### Excerpts from a dataset
BEGIN

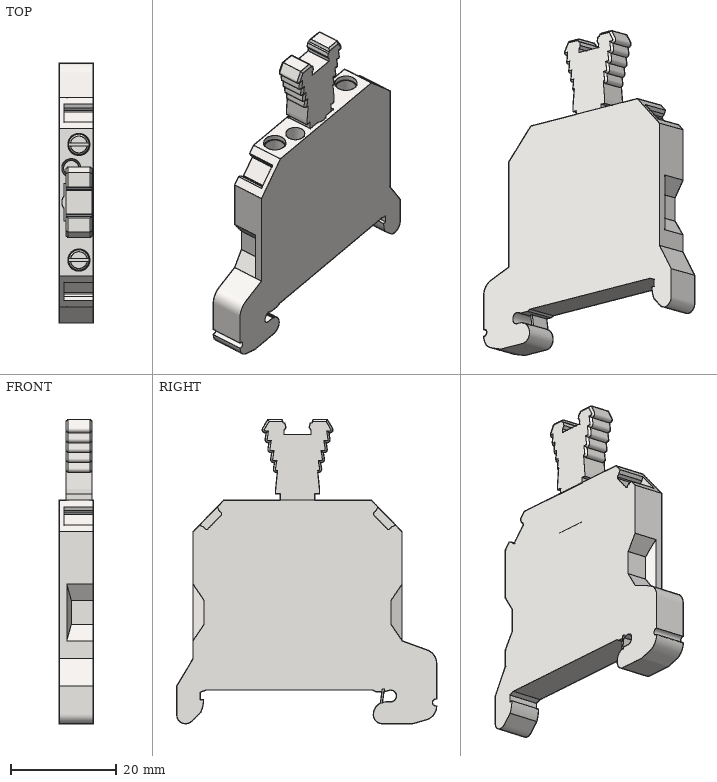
import cadquery as cq
import math


thickness = 6.5
body_half_length = 19.9
body_top = 42.55
shoulder_top_half = 14.05
shoulder_drop = 6.0
shoulder_bottom = body_top - shoulder_drop

front_foot_y = -23.0
front_slope_top = 12.4
front_slope_bottom = 7.2
front_toe_radius = 1.7
front_corner_z = -front_toe_radius * math.sqrt(2)
hook_start_y = -18.4
hook_start_z = hook_start_y - front_foot_y + front_corner_z
hook_mid = (-18.05, 3.2)
hook_tip = (-17.85, 4.6)
hook_root_y = -18.5

seat_z = 6.4
seat_front_y = -17.4
seat_front_drop = 0.4
seat_back_y = 14.3
seat_lip_drop = 0.3
seat_lip_length = 0.6

back_foot_y = 26.5
back_slope_top = 15.8
back_slope_bottom = 13.4
back_heel_z = 1.3
back_bottom_y = 21.9
back_corner_radius = 2.8
toe_y = 14.4
toe_bottom_radius = 1.75
notch_y = 17.7
notch_radius = 1.1
notch_floor = seat_z - 2 * notch_radius
toe_top_radius = notch_floor - toe_bottom_radius
heel_groove_radius = 0.65
heel_groove_inset = 0.15
heel_groove_z = 4.05

wall = 0.95

shoulder_rim_length = 4.9
shoulder_bevel = (0.3, 0.73)
shoulder_wall_depth = 0.71
shoulder_floor_bevel = 0.21

side_pocket_wall = 1.45
side_pocket_z = 21.2
side_pocket_height = 10.8
side_pocket_depth = 2.1
side_pocket_taper = 3.1
side_pocket_wall_taper = 0.85

screw_x = 3.75
screw_y = 11.0
screw_length = 8.0
screw_rim_depth = 1.0
screw_recess = 4.0
screw_rim_radius = 2.1
screw_radius = 1.95
screw_chamfer = 0.35
screw_slot_width = 0.6
screw_slot_depth = 0.6

hole_x = 2.3
hole_radius = 1.8
test_hole_y = 6.5
test_hole_bottom_radius = 1.45
hole_depth = 8.0

plug_x_start = 1.28
plug_x_end = 6.28
plug_top = 57.94
plug_foot_z = 43.75
plug_foot_half = 4.2
plug_shank_z = 44.6
neck_half = 3.3
neck_depth = 8.0
plug_slot_half = 3.6
tooth_count = 5
tooth_pitch = 1.88
tooth_taper = 0.53
first_shelf_z = 55.35
first_tip_half = 7.2
second_tip_half = 6.3
first_root_half = 6.0
tip_radius = 0.6
plug_chamfer = 0.4
ear_top_half = 5.65
ear_inner_half = 2.95
ear_step_half = 2.75
ear_step_z = 57.3
ear_gap_half = 2.55
ear_gap_floor = 55.1
ear_bead_half = 2.2
ear_bead_z = 56.4
ear_bead_bottom = 55.8
ear_bead_top_half = 2.4
ear_bead_top = 57.2

strip_x = 2.5
strip_width = 0.42
strip_lean = 0.4
strip_top_y = 16.55
strip_seat = 0.25
strip_bottom_z = notch_floor - strip_seat
strip_top_z = seat_z + strip_seat


def extrude_x(outline, start, end):
    """Solid from a closed outline in Y and Z, between two X positions."""
    return outline.extrude(end - start).translate((start, 0, 0))


def polygon_x(points, start, end):
    return extrude_x(cq.Workplane("YZ").polyline(points).close(), start, end)


def round_edge(solid, y, z, radius):
    """Round the edge along X nearest to the given place."""
    nearest = cq.selectors.NearestToPointSelector((thickness / 2, y, z))
    return solid.edges("|X").edges(nearest).fillet(radius)


def make_blank():
    diagonal = math.sqrt(0.5)
    toe_bottom_y = toe_y + toe_bottom_radius
    toe_top_y = toe_y + toe_top_radius
    outline = (
        cq.Workplane("YZ")
        .moveTo(shoulder_top_half, body_top)
        .lineTo(-shoulder_top_half, body_top)
        .lineTo(-body_half_length, shoulder_bottom)
        .lineTo(-body_half_length, front_slope_top)
        .lineTo(front_foot_y, front_slope_bottom)
        .lineTo(front_foot_y, front_corner_z)
        .lineTo(hook_start_y, hook_start_z)
        .threePointArc(hook_mid, hook_tip)
        .lineTo(hook_root_y, hook_tip[1])
        .lineTo(hook_root_y, seat_z - seat_front_drop)
        .lineTo(seat_front_y, seat_z)
        .lineTo(seat_back_y, seat_z)
        .lineTo(seat_back_y + seat_lip_length, seat_z - seat_lip_drop)
        .lineTo(strip_top_y, seat_z - seat_lip_drop)
        .lineTo(notch_y, seat_z)
        .threePointArc((notch_y + notch_radius, seat_z - notch_radius), (notch_y, notch_floor))
        .lineTo(toe_top_y, notch_floor)
        .threePointArc(
            (toe_top_y - toe_top_radius * diagonal, toe_bottom_radius + toe_top_radius * diagonal),
            (toe_y, toe_bottom_radius),
        )
        .threePointArc(
            (toe_bottom_y - toe_bottom_radius * diagonal, toe_bottom_radius * (1 - diagonal)),
            (toe_bottom_y, 0),
        )
        .lineTo(back_bottom_y, 0)
        .lineTo(back_foot_y, back_heel_z)
        .lineTo(back_foot_y, back_slope_bottom)
        .lineTo(body_half_length, back_slope_top)
        .lineTo(body_half_length, shoulder_bottom)
        .close()
    )
    blank = extrude_x(outline, 0, thickness)
    blank = round_edge(blank, front_foot_y, front_corner_z, front_toe_radius)
    blank = round_edge(blank, back_foot_y, back_heel_z, back_corner_radius)
    return round_edge(blank, back_foot_y, back_slope_bottom, back_corner_radius)


def make_heel_groove():
    center = (back_foot_y - heel_groove_inset, heel_groove_z)
    round_end = cq.Workplane("YZ").center(*center).circle(heel_groove_radius).extrude(thickness)
    mouth = (
        cq.Workplane("YZ")
        .center(back_foot_y, heel_groove_z)
        .rect(2 * heel_groove_inset, 2 * heel_groove_radius)
        .extrude(thickness)
    )
    return round_end.union(mouth)


def make_shoulder_pocket():
    """Recess in the -Y shoulder, open towards +X."""
    run = body_half_length - shoulder_top_half
    slope = math.hypot(run, shoulder_drop)
    along = (run / slope, shoulder_drop / slope)
    inward = (along[1], -along[0])
    middle = (-(body_half_length + shoulder_top_half) / 2, body_top - shoulder_drop / 2)

    rim = shoulder_rim_length / 2
    bevel_run, bevel_depth = shoulder_bevel
    wall_depth = bevel_depth + shoulder_wall_depth
    half = [
        (rim, 0),
        (rim - bevel_run, bevel_depth),
        (rim - bevel_run, wall_depth),
        (rim - bevel_run - shoulder_floor_bevel, wall_depth + shoulder_floor_bevel),
    ]
    section = half + [(-t, d) for t, d in reversed(half)]
    points = [
        (middle[0] + t * along[0] + d * inward[0], middle[1] + t * along[1] + d * inward[1])
        for t, d in section
    ]
    return polygon_x(points, wall, thickness)


def make_side_pocket():
    """Tapered recess in the -Y side, open towards +X."""
    inner_height = side_pocket_height - 2 * side_pocket_taper
    reach = thickness + 1
    outer_width = reach - side_pocket_wall
    inner_width = outer_width - side_pocket_wall_taper
    return (
        cq.Workplane("XZ", origin=(0, -body_half_length, side_pocket_z))
        .center(reach - outer_width / 2, 0)
        .rect(outer_width, side_pocket_height)
        .workplane(offset=-side_pocket_depth)
        .center((outer_width - inner_width) / 2, 0)
        .rect(inner_width, inner_height)
        .loft(ruled=True)
    )


def make_screw(y):
    head_z = body_top - screw_recess
    screw = (
        cq.Workplane("XY", origin=(screw_x, y, head_z - screw_length))
        .circle(screw_radius)
        .extrude(screw_length)
        .faces(">Z")
        .chamfer(screw_chamfer)
    )
    slot = cq.Workplane("XY", origin=(screw_x, y, head_z - screw_slot_depth / 2)).box(
        2 * screw_radius, screw_slot_width, screw_slot_depth
    )
    return screw.cut(slot)


def make_screw_hole(y):
    bore_depth = screw_recess + screw_length
    top = cq.Workplane("XY", origin=(screw_x, y, body_top))
    return top.circle(screw_radius).extrude(-bore_depth).union(
        top.circle(screw_rim_radius).extrude(-screw_rim_depth)
    )


def make_test_hole():
    """Hole that narrows towards its bottom."""
    return (
        cq.Workplane("XY", origin=(hole_x, test_hole_y, body_top))
        .circle(hole_radius)
        .workplane(offset=-hole_depth)
        .circle(test_hole_bottom_radius)
        .loft()
    )


def make_plug_slot():
    slot_width = plug_x_end - wall
    slot = cq.Workplane("XY", origin=(wall + slot_width / 2, 0, body_top)).rect(
        slot_width, 2 * plug_slot_half
    ).extrude(-neck_depth)
    relief = cq.Workplane("XY", origin=(hole_x, 0, body_top)).circle(hole_radius).extrude(-neck_depth)
    return slot.union(relief)


def make_plug():
    half = [
        (ear_gap_half, ear_gap_floor),
        (ear_gap_half, ear_bead_bottom),
        (ear_bead_half, ear_bead_z),
        (ear_bead_top_half, ear_bead_top),
        (ear_step_half, ear_step_z),
        (ear_inner_half, plug_top),
        (ear_top_half, plug_top),
    ]
    tips = []
    for k in range(tooth_count):
        shelf_z = first_shelf_z - k * tooth_pitch
        tip_half = first_tip_half if k == 0 else second_tip_half - (k - 1) * tooth_taper
        tips.append((tip_half, shelf_z))
        half += [(tip_half, shelf_z), (first_root_half - k * tooth_taper, shelf_z)]
    half += [
        (plug_foot_half, plug_shank_z),
        (plug_foot_half, plug_foot_z),
        (neck_half, plug_foot_z),
        (neck_half, body_top - neck_depth),
    ]
    outline = half + [(-y, z) for y, z in reversed(half)]
    plug = polygon_x(outline, plug_x_start, plug_x_end)
    for tip_half, z in tips:
        for y in (tip_half, -tip_half):
            plug = round_edge(plug, y, z, tip_radius)

    lowest_shelf = tips[-1][1]
    for side in (1, -1):
        teeth = cq.selectors.BoxSelector(
            (0, side * ear_inner_half, lowest_shelf - 0.1),
            (thickness, side * 2 * first_tip_half, plug_top + 1),
        )
        plug = plug.edges(teeth).edges("#X").chamfer(plug_chamfer)
    return plug


def make_strip(start, top_z):
    """Leaning strip from its seat in the notch floor up to the given height."""
    lean = strip_lean * (top_z - strip_bottom_z) / (strip_top_z - strip_bottom_z)
    bottom_y = strip_top_y - strip_lean
    points = [
        (bottom_y, strip_bottom_z),
        (bottom_y + lean, top_z),
        (bottom_y + lean - strip_width, top_z),
        (bottom_y - strip_width, strip_bottom_z),
    ]
    return polygon_x(points, start, thickness)


def make_housing():
    shoulder_pocket = make_shoulder_pocket()
    side_pocket = make_side_pocket()
    housing = make_blank().cut(make_heel_groove())
    for pocket in (shoulder_pocket, side_pocket):
        housing = housing.cut(pocket).cut(pocket.mirror("XZ"))
    for y in (screw_y, -screw_y):
        housing = housing.cut(make_screw_hole(y))
    housing = housing.cut(make_test_hole()).cut(make_plug_slot())
    return housing.cut(make_strip(0, notch_floor)).cut(make_strip(strip_x, strip_top_z))


housing = make_housing()
plug = make_plug()
strip = make_strip(strip_x, strip_top_z)
screws = [make_screw(y) for y in (screw_y, -screw_y)]

result = cq.Compound.makeCompound(
    [housing.val(), plug.val(), strip.val(), *[screw.val() for screw in screws]]
)

END

### Assignment
Using the entries above, repeat only the lines from the one containing "plug_chamfer = 0.4" through the one containing "strip_seat = 0.25", end lines included.

### Result for this exercise
plug_chamfer = 0.4
ear_top_half = 5.65
ear_inner_half = 2.95
ear_step_half = 2.75
ear_step_z = 57.3
ear_gap_half = 2.55
ear_gap_floor = 55.1
ear_bead_half = 2.2
ear_bead_z = 56.4
ear_bead_bottom = 55.8
ear_bead_top_half = 2.4
ear_bead_top = 57.2

strip_x = 2.5
strip_width = 0.42
strip_lean = 0.4
strip_top_y = 16.55
strip_seat = 0.25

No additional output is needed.